The project involves two box-like volumes connected by a free-form volume of space clad with color-shifting materials compositionally organized to evoke flame bursts and spark-like effects. The faceted nature of the building perimeter, paired with a unique material palette of dichroic glass and iridescent metal panels, produces a dynamic envelope that changes with varying environmental light conditions.

Jonathan Kharfen, Principal at Verner Johnson, said the concept to evoke fire was a core focus of the design team from very early on in the project. “If you have a strong concept, then all of your decision-making must support that concept—details, massing, materials—everything.”
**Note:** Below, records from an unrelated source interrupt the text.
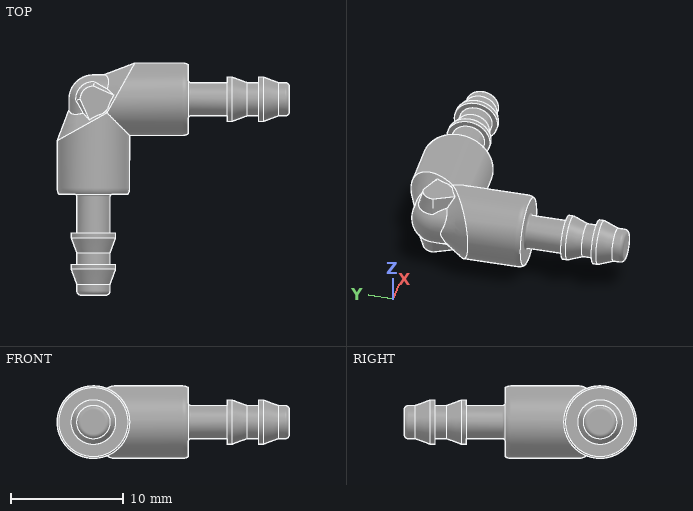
import cadquery as cq
import math

overall = 20.75
body_radius = 3.247
leg_length = overall - body_radius

body_end = 8.49
end_round_length = 0.52
end_round_depth = 0.17

neck_radius = 1.5
neck_fillet = 0.2
barb_radius = 2.0
barb_starts = (11.93, 14.73)
barb_land = 0.44
barb_length = 1.78
tip_fillet = 0.4

shoulder_angle = 60.8
shoulder_center = 1.89
shoulder_depth = 1.97
shoulder_taper = 50.0

core_radius = 2.2
core_length = 2.7
pad_height = 2.97
pad_depth = 1.93
pad_radius = 1.18
pad_draft = 15.5
pad_flare = 24.2
pad_side_run = 2.28


def make_sleeve():
    """Solid stub with a round end, cut by the shoulder plane and capped by its taper."""
    profile = (
        cq.Workplane("XY")
        .moveTo(-body_radius, 0)
        .lineTo(-body_radius, body_radius)
        .lineTo(body_end - end_round_length, body_radius)
        .tangentArcPoint((body_end, body_radius - end_round_depth), relative=False)
        .lineTo(body_end, 0)
        .close()
    )
    stub = profile.revolve(360, (0, 0, 0), (1, 0, 0))

    angle = math.radians(shoulder_angle)
    plane = cq.Plane(
        origin=(shoulder_center, 0, 0),
        xDir=(math.cos(angle), math.sin(angle), 0),
        normal=(-math.sin(angle), math.cos(angle), 0),
    )
    cutter_size = 2 * overall
    cutter = cq.Workplane(plane).rect(cutter_size, cutter_size).extrude(cutter_size)
    shoulder = (
        cq.Workplane(plane)
        .ellipse(body_radius / math.sin(angle), body_radius)
        .extrude(shoulder_depth, taper=shoulder_taper)
    )
    return stub.cut(cutter).union(shoulder)


def make_barb():
    """Revolved hose stem with a root fillet, two barbs and a rounded tip."""
    profile = (
        cq.Workplane("XY")
        .moveTo(body_end - neck_fillet, 0)
        .lineTo(body_end - neck_fillet, neck_radius + neck_fillet)
        .lineTo(body_end, neck_radius + neck_fillet)
        .radiusArc((body_end + neck_fillet, neck_radius), -neck_fillet)
    )
    for start in barb_starts:
        profile = (
            profile.lineTo(start, neck_radius)
            .lineTo(start, barb_radius)
            .lineTo(start + barb_land, barb_radius)
            .lineTo(start + barb_length, neck_radius)
        )
    profile = (
        profile.lineTo(leg_length - tip_fillet, neck_radius)
        .tangentArcPoint((leg_length, neck_radius - tip_fillet), relative=False)
        .lineTo(leg_length, 0)
        .close()
    )
    return profile.revolve(360, (0, 0, 0), (1, 0, 0))


def make_pad():
    """Upper pad: rounded corner with flaring sides, widening downward by the draft."""
    side_end = pad_radius - pad_side_run * math.tan(math.radians(pad_flare))
    arc_middle = pad_radius * math.sqrt(0.5)
    return (
        cq.Workplane("XY")
        .workplane(offset=pad_height)
        .moveTo(-pad_radius, 0)
        .threePointArc((-arc_middle, arc_middle), (0, pad_radius))
        .lineTo(pad_side_run, side_end)
        .lineTo(-side_end, -pad_side_run)
        .close()
        .extrude(-pad_depth, taper=-pad_draft)
    )


def mirror_leg(shape):
    """Swap the +X leg for the -Y leg by reflecting across the plane y = -x."""
    return shape.mirror("XZ").rotate((0, 0, 0), (0, 0, 1), -90)


core = cq.Workplane("YZ").circle(core_radius).extrude(core_length)
leg = make_sleeve().union(core).union(make_barb())
pad = make_pad()

result = (
    leg.union(mirror_leg(leg))
    .union(cq.Workplane("XY").sphere(core_radius))
    .union(pad)
    .union(pad.mirror("XY"))
)

Narrow tube columns are spaced 25” apart, encouraging people to stand between them. The architects say this apparent lack of structure makes the Great Hall volume float, expand around corners, and dynamically engulf the visitor. This structure is employed as support for the building envelope which consists of a structural silicone glazed system (SSG) of fixed insulated glass units (IGU) and a stick-built insulated exterior wall with metal panel cladding.

Dichroic film is a transparent material that appears to change color when viewed from various angles. By faceting the plan geometry of the exterior walls, a wide range of color was achieved by one type of film. The film is laminated between two sheets of glass, which is placed into an IGU assembly.

“As far as we know, dichroic has never been used in this way,” said Kharfen.

The glass units are compositionally arranged within a standard flat seam cladding system of metal panels. The color effects of these panels are produced by an electrochemical reaction between stainless steel and chromium oxide which builds up the material to specific depths. Ultimately, four different colors with various finishes were used on the project. The distribution of the tiles in a “paint-by-number” tiling pattern was determined by the architects well ahead of the final installation. “There was a lot of work that went into developing languages of the glazing and metal panels,” he said. “To get to a realization of the concept you are working with is a long process—and to me, it’s a process of developing a language with that material that evokes what you’re trying to communicate.”

The dynamism of the metal panels and dichroic glass is cast against a stone veneer backup wall composed of a color mix that has been arranged in a gradient coursing. Bands of stone with specific percentages of color mixes helped to translate this concept into reality. The bottom 15 feet of wall shifts from limestone to an engineered stone product, which embeds into an undulating landscape that surrounds the building.